# Stored data

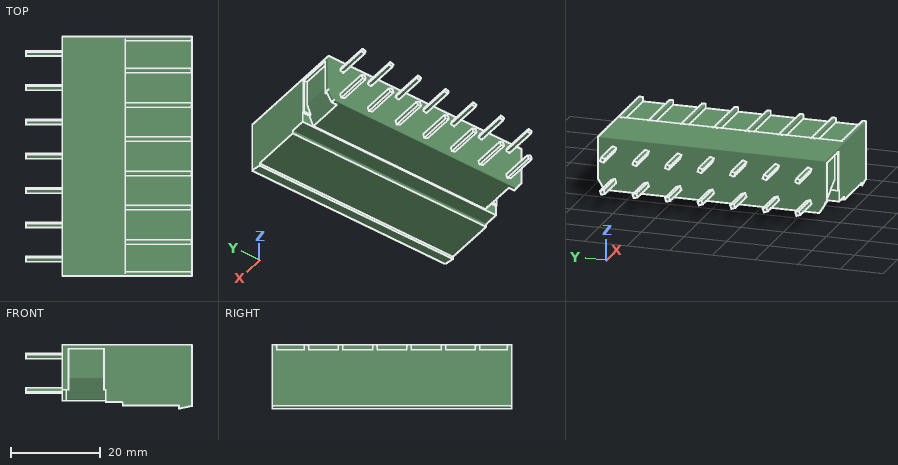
import cadquery as cq

LENGTH = 28.95
WIDTH = 53.35
HEIGHT = 14.3
SIDE_Y = -WIDTH / 2
EDGE_RADIUS = 0.24

FRONT_BOTTOM = 1.75
MIDDLE_BOTTOM = 1.5
REAR_BOTTOM = 0.7
LIP_END_BOTTOM = 0.65
MIDDLE_STEP_X = 9.75
REAR_STEP_X = 13.5
LIP_X = 26.0
STEP_RADIUS = 0.25

RECESS_START_X = 1.5
RECESS_END_X = 9.3
RECESS_RIM = 0.15
RECESS_TOP = HEIGHT - 0.9
RECESS_DEPTH = 0.85
SLOPE_TOP = HEIGHT - 7.45
SLOPE_RADIUS = 0.55
SLOPE_BOTTOM = HEIGHT - 12.05
SLOPE_BOTTOM_DEPTH = 2.65
BEVEL_DEPTH = 3.0
WIDE_TOP = HEIGHT - 10.1
WIDE_START_X = 0.9

CORNER_WIDTH = 1.5

POSITIONS = 7
PITCH = 7.65
PIN_LENGTH = 8.05
PIN_SIZE = 0.95
PIN_TILT = 20.0
UPPER_ROW = HEIGHT - 2.55
LOWER_ROW = UPPER_ROW - PITCH

PANEL_START_X = 14.05
PANEL_DEPTH = 1.1
RIB_WIDTH = 1.0
RIB_RADIUS = 0.4


def make_housing():
    """Stepped side outline extruded across the width."""
    outline = (
        cq.Workplane("XZ")
        .moveTo(0, HEIGHT)
        .lineTo(0, FRONT_BOTTOM)
        .lineTo(MIDDLE_STEP_X, FRONT_BOTTOM)
        .lineTo(MIDDLE_STEP_X, MIDDLE_BOTTOM)
        .lineTo(REAR_STEP_X - STEP_RADIUS, MIDDLE_BOTTOM)
        .radiusArc((REAR_STEP_X, MIDDLE_BOTTOM - STEP_RADIUS), STEP_RADIUS)
        .lineTo(REAR_STEP_X, REAR_BOTTOM)
        .lineTo(LIP_X, REAR_BOTTOM)
        .lineTo(LIP_X, 0)
        .lineTo(LENGTH, LIP_END_BOTTOM)
        .lineTo(LENGTH, HEIGHT)
        .close()
    )
    return outline.extrude(WIDTH / 2, both=True)


def make_corner_wedge():
    """Wedge removed from the lower -Y corner of the front wall."""
    return (
        cq.Workplane("YZ")
        .moveTo(SIDE_Y, WIDE_TOP)
        .lineTo(SIDE_Y + CORNER_WIDTH, FRONT_BOTTOM)
        .lineTo(SIDE_Y, FRONT_BOTTOM)
        .close()
        .extrude(MIDDLE_STEP_X)
    )


def make_recess():
    """Recess in the -Y side: upright panel, slope running inward, bevelled foot."""
    hollow = (
        cq.Workplane("YZ")
        .moveTo(SIDE_Y, RECESS_TOP)
        .lineTo(SIDE_Y + RECESS_DEPTH, RECESS_TOP)
        .lineTo(SIDE_Y + RECESS_DEPTH, SLOPE_TOP)
        .lineTo(SIDE_Y + SLOPE_BOTTOM_DEPTH, SLOPE_BOTTOM)
        .lineTo(SIDE_Y + BEVEL_DEPTH, FRONT_BOTTOM)
        .lineTo(SIDE_Y, FRONT_BOTTOM)
        .close()
        .extrude(LENGTH)
    )
    slope_top_edge = cq.selectors.NearestToPointSelector(
        (LENGTH / 2, SIDE_Y + RECESS_DEPTH, SLOPE_TOP)
    )
    hollow = hollow.edges(slope_top_edge).fillet(SLOPE_RADIUS)
    upper_span = (
        cq.Workplane("XY", origin=(0, 0, FRONT_BOTTOM))
        .moveTo(RECESS_START_X - RECESS_RIM, SIDE_Y)
        .lineTo(RECESS_START_X, SIDE_Y + RECESS_RIM)
        .lineTo(RECESS_START_X, 0)
        .lineTo(RECESS_END_X, 0)
        .lineTo(RECESS_END_X, SIDE_Y + RECESS_RIM)
        .lineTo(RECESS_END_X + RECESS_RIM, SIDE_Y)
        .close()
        .extrude(RECESS_TOP - FRONT_BOTTOM)
    )
    lower_span = cq.Workplane("XY").box(
        MIDDLE_STEP_X - WIDE_START_X, WIDTH, WIDE_TOP, centered=(False, True, False)
    ).translate((WIDE_START_X, 0, 0))
    return hollow.intersect(upper_span.union(lower_span))


def make_panel(y_start, y_end):
    """Sunken top panel whose mouth flares to round the ribs beside it."""
    floor = HEIGHT - PANEL_DEPTH
    shoulder = HEIGHT - RIB_RADIUS
    return (
        cq.Workplane("YZ", origin=(PANEL_START_X, 0, 0))
        .moveTo(y_start, floor)
        .lineTo(y_end, floor)
        .lineTo(y_end, shoulder)
        .radiusArc((y_end + RIB_RADIUS, HEIGHT), RIB_RADIUS)
        .lineTo(y_start - RIB_RADIUS, HEIGHT)
        .radiusArc((y_start, shoulder), RIB_RADIUS)
        .close()
        .extrude(LENGTH - PANEL_START_X)
    )


def make_pin(y, z, tilt):
    """Square pin standing out of the front face, turned about its own axis."""
    return (
        cq.Workplane("YZ", origin=(0, y, z))
        .transformed(rotate=(0, 0, tilt))
        .rect(PIN_SIZE, PIN_SIZE)
        .extrude(-PIN_LENGTH)
    )


def both_sides(shape):
    """Shape together with its mirror image across Y = 0."""
    return shape.union(shape.mirror("XZ"))


body = make_housing().cut(both_sides(make_corner_wedge()))
body = body.faces(">Z").edges("|X").fillet(EDGE_RADIUS)
body = body.faces("<X").edges().fillet(EDGE_RADIUS)
body = body.faces(">X").edges("|Z").fillet(EDGE_RADIUS)
body = body.cut(both_sides(make_recess()))

inner_edge = WIDTH / 2 - RIB_WIDTH
half_panel = (PITCH - RIB_WIDTH) / 2
for index in range(POSITIONS):
    centre_y = (index - (POSITIONS - 1) / 2) * PITCH
    panel_start = max(centre_y - half_panel, -inner_edge)
    panel_end = min(centre_y + half_panel, inner_edge)
    body = body.cut(make_panel(panel_start, panel_end))
    body = body.union(make_pin(centre_y, UPPER_ROW, PIN_TILT))
    body = body.union(make_pin(centre_y, LOWER_ROW, -PIN_TILT))

result = body

# Task instructions
Return only the part of the records above that opens with the line containing "body = make_housing().cut(both_sides(make_corner_wedge()))" and closes with the line containing "panel_start = max(centre_y", ends included.

# Response
body = make_housing().cut(both_sides(make_corner_wedge()))
body = body.faces(">Z").edges("|X").fillet(EDGE_RADIUS)
body = body.faces("<X").edges().fillet(EDGE_RADIUS)
body = body.faces(">X").edges("|Z").fillet(EDGE_RADIUS)
body = body.cut(both_sides(make_recess()))

inner_edge = WIDTH / 2 - RIB_WIDTH
half_panel = (PITCH - RIB_WIDTH) / 2
for index in range(POSITIONS):
    centre_y = (index - (POSITIONS - 1) / 2) * PITCH
    panel_start = max(centre_y - half_panel, -inner_edge)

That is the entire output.